The only time the script really came alive was during the surgeries, when the gooey bits of human flesh oozing and pumping inside the bodies were bandied about. I started to wonder – is the only reason they made this show so they could show gross surgeries? They wouldn’t make an entire show just to show that, would they? And yet blood and guts were the big star here.

With all that said, I do see the potential of this world. There’s something weird and unsettling about the imagery in Knifeman. A hack of a barber doing stolen cadaver surgery in his dark apartment, surrounded by jars of brains and hearts and livers – that’s something you can build a show off of.

They just haven’t created a story yet.

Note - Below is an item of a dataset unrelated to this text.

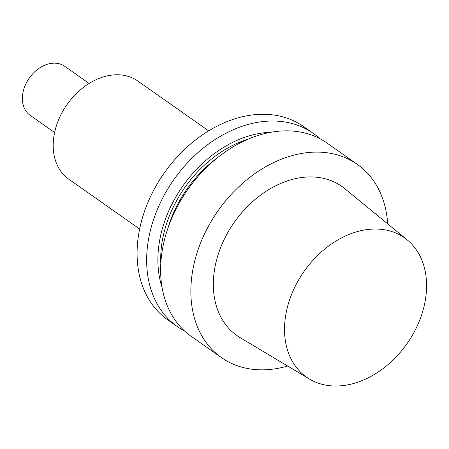 <?xml version="1.0" encoding="UTF-8"?>
<svg xmlns="http://www.w3.org/2000/svg" width="449" height="449" viewBox="0 0 449 449"><rect width="100%" height="100%" fill="white"/><g stroke="black" fill="none" stroke-linecap="round" stroke-linejoin="round"><path stroke-width="0.67" d="M387.683 223.855A118.115 87.224 125.1 0 0 357.32 164.362L327.08 143.096A118.115 87.224 125.1 0 0 311.348 134.981A118.115 87.224 125.1 0 0 181.284 199.552A118.115 87.224 125.1 0 0 191.184 336.318L221.424 357.589A118.115 87.224 125.1 0 0 237.156 365.705A118.115 87.224 125.1 0 0 287.674 366.047M357.32 164.362A118.115 87.224 125.1 0 0 341.588 156.246A118.115 87.224 125.1 0 0 211.524 220.818A118.115 87.224 125.1 0 0 221.424 357.589M139.633 229.007L68.725 179.14A59.992 44.305 -54.9 0 1 63.702 109.668A59.992 44.305 -54.9 0 1 129.761 76.869A59.992 44.305 -54.9 0 1 137.753 80.994L208.662 130.861M271.134 132.231A108.355 80.017 125.1 0 0 182.816 186.038A108.355 80.017 125.1 0 0 162.038 287.343M319.767 138.646A118.115 87.224 125.1 0 0 313.11 133.269A118.115 87.224 125.1 0 0 297.378 125.153A118.115 87.224 125.1 0 0 167.314 189.725A118.115 87.224 125.1 0 0 177.209 326.496A118.115 87.224 125.1 0 0 184.522 330.941M177.209 326.496L167.651 319.772A118.115 87.224 -54.9 0 1 157.756 183.001A118.115 87.224 -54.9 0 1 287.815 118.429A118.115 87.224 -54.9 0 1 303.552 126.545L313.11 133.269M407.294 239.951L344.765 188.636A91.175 67.328 125.1 0 0 329.678 180.133A91.175 67.328 125.1 0 0 228.025 232.133A91.175 67.328 125.1 0 0 240.019 337.564L309.456 379.063A85.164 62.888 125.1 0 0 317.903 383.036A85.164 62.888 125.1 0 0 410.465 338.467A85.164 62.888 125.1 0 0 407.294 239.951A85.164 62.888 125.1 0 0 304.113 271.342A85.164 62.888 125.1 0 0 309.456 379.063M54.598 132.534L30.145 115.331A29.999 22.153 -54.9 0 1 27.63 80.596A29.999 22.153 -54.9 0 1 60.666 64.196A29.999 22.153 -54.9 0 1 64.656 66.256L89.115 83.458M217.243 157.941A103.118 76.145 125.1 0 0 168.021 227.929M160.793 263.49A104.993 77.531 -54.9 0 1 248.263 139.123"/></g></svg>

You need more than incisions to keep people tuning in every week. If they figure that out, Knifeman is going to be a nice offbeat alternative to the bigger shows on television. If not, it’s going to end up like a botched surgery on E.R.

[ ] what the hell did I just read?
[x] wasn’t for me
[ ] worth the read
[ ] impressive
[ ] genius

What I learned: It’s risky if the only thing going on in your TV show is the immediate on-screen stuff.  It’s better if there’s a bigger overarching storyline or problem to give the show some gravitas.  The big mistake here was that Knifeman was only about these two surgeons and nothing more.  It needed something with some scope that hinted at a bigger story.  If we feel a show is too small in scope, we have a hard time seeing it last.